To me, the best reason to support more music education in American schools is because of its almost universal accessibility. Literally anyone can make or listen to music, regardless of their background or stance on anything. As someone who was recently in middle school and is still in high school, I can see just how badly the environment in public schools needs to be closer to that. The entire reason people dread their first day of school, and meeting new people in general, is the hostility of it all. People might not act how you want them to. They might not like something you do or wear. They might think you’re too different from them.
The culture surrounding making music is completely different. In a concert band, there is no one instrument that is more important than another. Everyone is there for a reason, and everyone more or less understands that. There’s no real discrimination or hostility, and everyone works together to get better at something they all enjoy doing. I feel that if music education becomes a bigger part of education as a whole, that kind of culture will start spreading outside of musical ensembles. Students’ relationships with one another will improve, and school will become something to look forward to rather than to dread.
Music education, with its many benefits, is something that should be a bigger part of our education system across all levels.
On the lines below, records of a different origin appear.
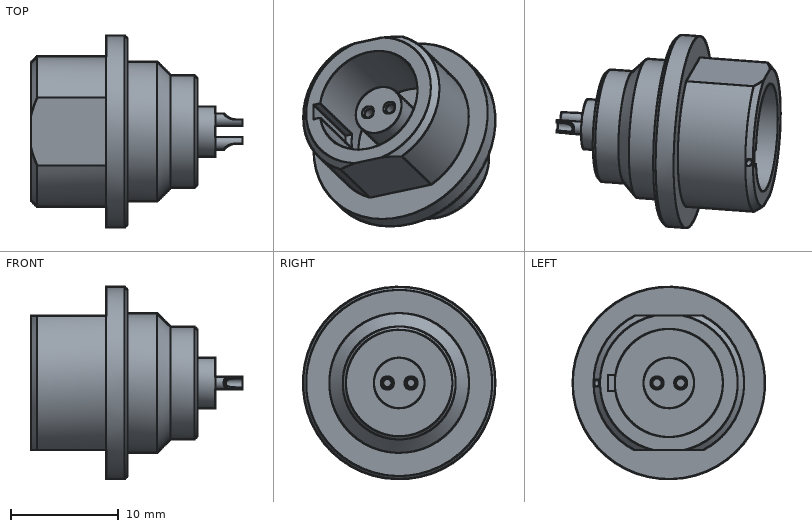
import cadquery as cq
import math


FLANGE_FRONT = 7.0
FLANGE_BACK = 9.0
CONE_START = 11.75
CONE_END = 13.0
SHELL_BACK = 15.5
INSERT_FRONT = 2.2
INSERT_BACK = 17.15
PIN_BACK = 19.7

FRONT_DIAMETER = 14.0
FLANGE_DIAMETER = 17.9
BODY_DIAMETER = 13.0
REAR_DIAMETER = 10.5
FRONT_CHAMFER = 0.6
REAR_CHAMFER = 0.3
FLATS_WIDTH = 12.5

SOCKET_DIAMETER = 10.05
SOCKET_DEPTH = 8.5
KEYWAY_DEPTH = 7.0
KEYWAY_WIDTH = 1.5
KEYWAY_REACH = 5.65
MARK_RADIUS = 0.34

INSERT_DIAMETER = 4.7
PIN_SPACING = 2.2
PIN_DIAMETER = 1.2
CONTACT_BORE_DIAMETER = 0.9
CONTACT_BORE_DEPTH = 5.0
CONTACT_MOUTH_DIAMETER = 1.2
CONTACT_MOUTH_DEPTH = 0.25

CUP_BORE_DIAMETER = 0.8
CUP_BORE_DEPTH = 2.0
CUP_FLAT_START = 19.05
CUP_FLAT_OFFSET = 0.04
CUP_ARC_RADIUS = 1.4


def cylinder(start, end, diameter, y=0.0):
    """Solid cylinder along X between two axial positions."""
    return cq.Workplane("YZ", origin=(start, y, 0)).circle(diameter / 2).extrude(end - start)


def make_front_barrel():
    """Chamfered front barrel with flats on its top and bottom."""
    barrel = cylinder(0, FLANGE_FRONT, FRONT_DIAMETER).faces("<X").chamfer(FRONT_CHAMFER)
    between_flats = cq.Workplane("XY").box(
        FLANGE_FRONT, FRONT_DIAMETER, FLATS_WIDTH, centered=(False, True, True)
    )
    return barrel.intersect(between_flats)


def make_rear_shell():
    """Flange, body, cone and rear barrel, turned about X."""
    flange_radius = FLANGE_DIAMETER / 2
    body_radius = BODY_DIAMETER / 2
    rear_radius = REAR_DIAMETER / 2
    profile = [
        (FLANGE_FRONT, 0),
        (FLANGE_FRONT, flange_radius),
        (FLANGE_BACK - REAR_CHAMFER, flange_radius),
        (FLANGE_BACK, flange_radius - REAR_CHAMFER),
        (FLANGE_BACK, body_radius),
        (CONE_START, body_radius),
        (CONE_END, rear_radius),
        (SHELL_BACK - REAR_CHAMFER, rear_radius),
        (SHELL_BACK, rear_radius - REAR_CHAMFER),
        (SHELL_BACK, 0),
    ]
    return cq.Workplane("XY").polyline(profile).close().revolve(360, (0, 0, 0), (1, 0, 0))


def make_socket():
    """Round socket with a shallower rectangular keyway on its +Y side."""
    keyway = cq.Workplane("XY").box(
        KEYWAY_DEPTH, KEYWAY_REACH, KEYWAY_WIDTH, centered=(False, False, True)
    )
    return cylinder(0, SOCKET_DEPTH, SOCKET_DIAMETER).union(keyway)


def make_index_mark():
    """Ball that sinks a dimple into the middle of the front chamfer, beside the keyway."""
    mark_y = FRONT_DIAMETER / 2 - FRONT_CHAMFER / 2
    return cq.Workplane("XY").sphere(MARK_RADIUS).translate((FRONT_CHAMFER / 2, mark_y, 0))


def make_contact_bore(y):
    """Blind bore in the insert face with a tapered mouth."""
    bore_radius = CONTACT_BORE_DIAMETER / 2
    mouth_radius = CONTACT_MOUTH_DIAMETER / 2
    bore = cylinder(INSERT_FRONT, INSERT_FRONT + CONTACT_BORE_DEPTH, CONTACT_BORE_DIAMETER, y)
    mouth = cq.Solid.makeCone(
        mouth_radius, bore_radius, CONTACT_MOUTH_DEPTH, cq.Vector(INSERT_FRONT, y, 0), cq.Vector(1, 0, 0)
    )
    return bore.union(cq.Workplane(mouth))


def make_solder_pin(side):
    """Pin with a half-open solder cup facing outward; side is +1 or -1 along Y."""
    pin_y = PIN_SPACING / 2
    pin_radius = PIN_DIAMETER / 2
    flat_y = pin_y + CUP_FLAT_OFFSET
    outer_y = pin_y + pin_radius
    rise = outer_y - flat_y
    arc_run = math.sqrt(CUP_ARC_RADIUS**2 - (CUP_ARC_RADIUS - rise) ** 2)
    half_angle = math.atan2(arc_run, CUP_ARC_RADIUS - rise) / 2
    arc_middle = (
        CUP_FLAT_START - CUP_ARC_RADIUS * math.sin(half_angle),
        flat_y + CUP_ARC_RADIUS * (1 - math.cos(half_angle)),
    )
    opening = (
        cq.Workplane("XY")
        .moveTo(PIN_BACK, flat_y)
        .lineTo(CUP_FLAT_START, flat_y)
        .threePointArc(arc_middle, (CUP_FLAT_START - arc_run, outer_y))
        .lineTo(PIN_BACK, outer_y)
        .close()
        .extrude(pin_radius, both=True)
    )
    cup_bore = cylinder(PIN_BACK - CUP_BORE_DEPTH, PIN_BACK, CUP_BORE_DIAMETER, pin_y)
    pin = cylinder(SHELL_BACK, PIN_BACK, PIN_DIAMETER, pin_y).cut(opening).cut(cup_bore)
    return pin if side > 0 else pin.mirror("XZ")


shell = make_front_barrel().union(make_rear_shell()).cut(make_socket()).cut(make_index_mark())
result = shell.union(cylinder(INSERT_FRONT, INSERT_BACK, INSERT_DIAMETER))
for side in (1, -1):
    result = result.cut(make_contact_bore(side * PIN_SPACING / 2))
    result = result.union(make_solder_pin(side))
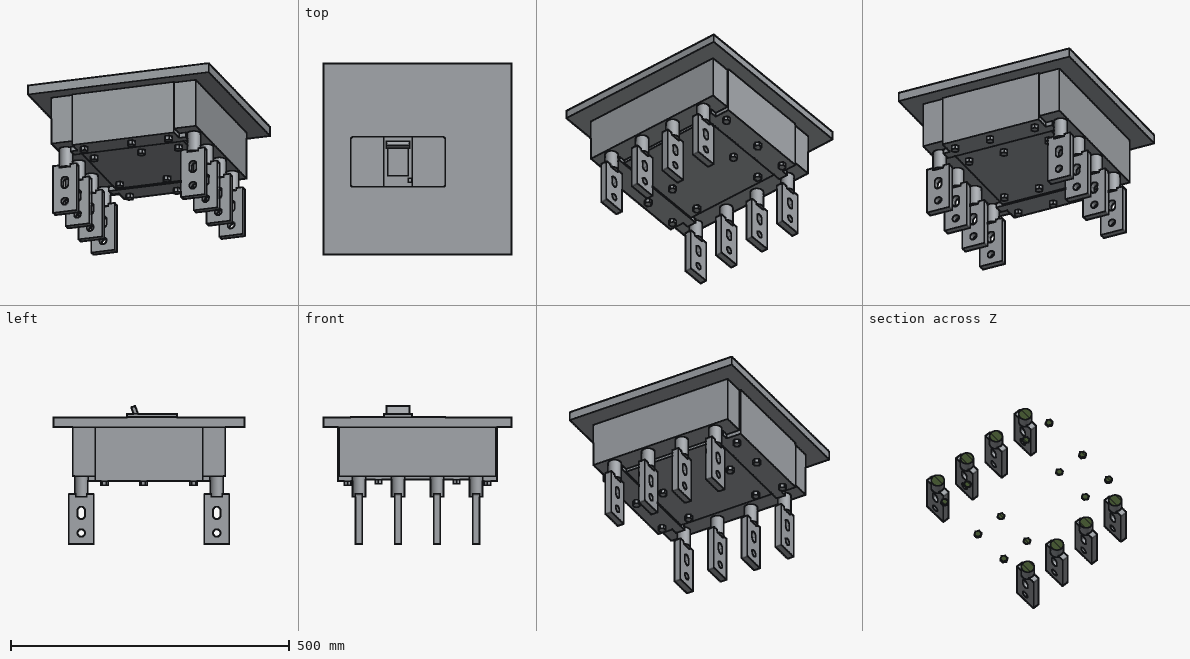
import cadquery as cq
import math


cover_width = 338
cover_length = 343
cover_thickness = 17.5

escutcheon_x = -35
escutcheon_y = -5.3
escutcheon_width = 170
escutcheon_length = 90
escutcheon_height = 1
escutcheon_corner_radius = 5
strip_width = 50.5
strip_height = 6
window_width = 36.5
window_length = 49.5
window_depth = 0.3
button_width = 6.5
button_length = 7.5
button_height = 0.3
button_edge_gap = 0.7
button_front_gap = 8.5

lever_width = 42
lever_thickness = 7.8
lever_lean = math.radians(20)
overall_height = 248.18

block_width = 280
block_length = 274
block_depth = 88.2
wall_outer_x = 143
wall_length = 193
wall_depth = 97
pad_depth = 94.2
rail_width = 18
rail_length = 218.6

bolt_flats = 12
bolt_height = 7.7
wall_bolt_x = 125.5
pad_bolt_x = 70
bolt_rows = [-80, 10, 80]

terminal_pitch = 70
terminals_per_row = 4
terminal_y = 121.5
stud_diameter = 24
stud_bottom = -125
bar_thickness = 12.5
bar_width = 45
bar_top = -120
bar_bottom = -210
bar_edge_radius = 1
hole_diameter = 13
hole_z = bar_bottom + 20
slot_length = 22
slot_z = hole_z + 36

strip_top = cover_thickness + strip_height
window_back_y = escutcheon_y + window_length / 2
lever_top = overall_height + bar_bottom
terminal_xs = [(i - (terminals_per_row - 1) / 2) * terminal_pitch for i in range(terminals_per_row)]
wall_inner_x = terminal_xs[-1]


def block(width, length, bottom, top, x=0, y=0):
    """Upright box centred on (x, y) between two heights."""
    box = cq.Workplane("XY").box(width, length, top - bottom, centered=(True, True, False))
    return box.translate((x, y, bottom))


def make_lever():
    """Leaning flat lever whose front face starts at the back edge of the window."""
    rise = lever_top - cover_thickness
    front_base_y = window_back_y - strip_height * math.tan(lever_lean)
    front_top_y = front_base_y + rise * math.tan(lever_lean)
    back_top_y = front_top_y + lever_thickness * math.cos(lever_lean)
    back_rise = rise - lever_thickness * math.sin(lever_lean)
    back_base_y = front_base_y + lever_thickness / math.cos(lever_lean)
    profile = [
        (front_base_y, 0),
        (front_top_y, rise),
        (back_top_y, back_rise),
        (back_base_y, 0),
    ]
    lever = cq.Workplane("YZ").polyline(profile).close().extrude(lever_width / 2, both=True)
    return lever.translate((escutcheon_x, 0, cover_thickness))


def make_cover():
    plate = block(cover_width, cover_length, 0, cover_thickness)
    escutcheon = block(
        escutcheon_width,
        escutcheon_length,
        cover_thickness,
        cover_thickness + escutcheon_height,
        escutcheon_x,
        escutcheon_y,
    )
    escutcheon = escutcheon.edges("|Z").fillet(escutcheon_corner_radius)
    strip = block(strip_width, escutcheon_length, cover_thickness, strip_top, escutcheon_x, escutcheon_y)
    window = block(
        window_width, window_length, strip_top - window_depth, strip_top, escutcheon_x, escutcheon_y
    )
    button = block(
        button_width,
        button_length,
        strip_top,
        strip_top + button_height,
        escutcheon_x + (strip_width - button_width) / 2 - button_edge_gap,
        escutcheon_y - (escutcheon_length - button_length) / 2 + button_front_gap,
    )
    return plate.union(escutcheon).union(strip).cut(window).union(button).union(make_lever())


def make_bolt_head(x, y, seat_z):
    """Hexagonal head with two corners pointing along Y."""
    corner_diameter = bolt_flats / math.cos(math.pi / 6)
    hexagon = cq.Workplane("XY").polygon(6, corner_diameter).extrude(-bolt_height)
    return hexagon.rotate((0, 0, 0), (0, 0, 1), 90).translate((x, y, seat_z))


def make_terminal(x, y):
    stud = cq.Workplane("XY").circle(stud_diameter / 2).extrude(stud_bottom + block_depth)
    stud = stud.translate((0, 0, -block_depth))
    bar = block(bar_thickness, bar_width, bar_bottom, bar_top).edges("|X").fillet(bar_edge_radius)
    hole = cq.Workplane("YZ").center(0, hole_z).circle(hole_diameter / 2)
    hole = hole.extrude(bar_thickness, both=True)
    slot = cq.Workplane("YZ").center(0, slot_z).slot2D(slot_length, hole_diameter, 90)
    slot = slot.extrude(bar_thickness, both=True)
    return stud.union(bar.cut(hole).cut(slot)).translate((x, y, 0))


def make_housing():
    housing = block(block_width, block_length, -block_depth, 0)
    housing = housing.union(block(2 * wall_inner_x, wall_length, -pad_depth, 0))
    wall_width = wall_outer_x - wall_inner_x
    for side in (-1, 1):
        wall_x = side * (wall_inner_x + wall_outer_x) / 2
        housing = housing.union(block(wall_width, wall_length, -wall_depth, 0, wall_x))
        housing = housing.union(block(rail_width, rail_length, -wall_depth, 0, side * wall_inner_x))
        for row_y in bolt_rows:
            housing = housing.union(make_bolt_head(side * wall_bolt_x, row_y, -wall_depth))
            housing = housing.union(make_bolt_head(side * pad_bolt_x, row_y, -pad_depth))
        for x in terminal_xs:
            housing = housing.union(make_terminal(x, side * terminal_y))
    return housing


cover = make_cover()
housing = make_housing()
result = cq.Compound.makeCompound([cover.val(), housing.val()])

Whether you’re in middle school, high school, or college, music education will always be something that everyone can benefit from. However, in order for it to start becoming a bigger part of education, people need to believe in its value, and it needs more money. There are many organizations dedicated to funding music education, some of which I’ve mentioned in this paper, and supporting them, either vocally or monetarily, is the most direct way to make a difference. More generally speaking, our society needs to become less career-obsessed if it doesn’t want music education to die out completely. The benefits of music education are there for us and always will be, we just need to accept them.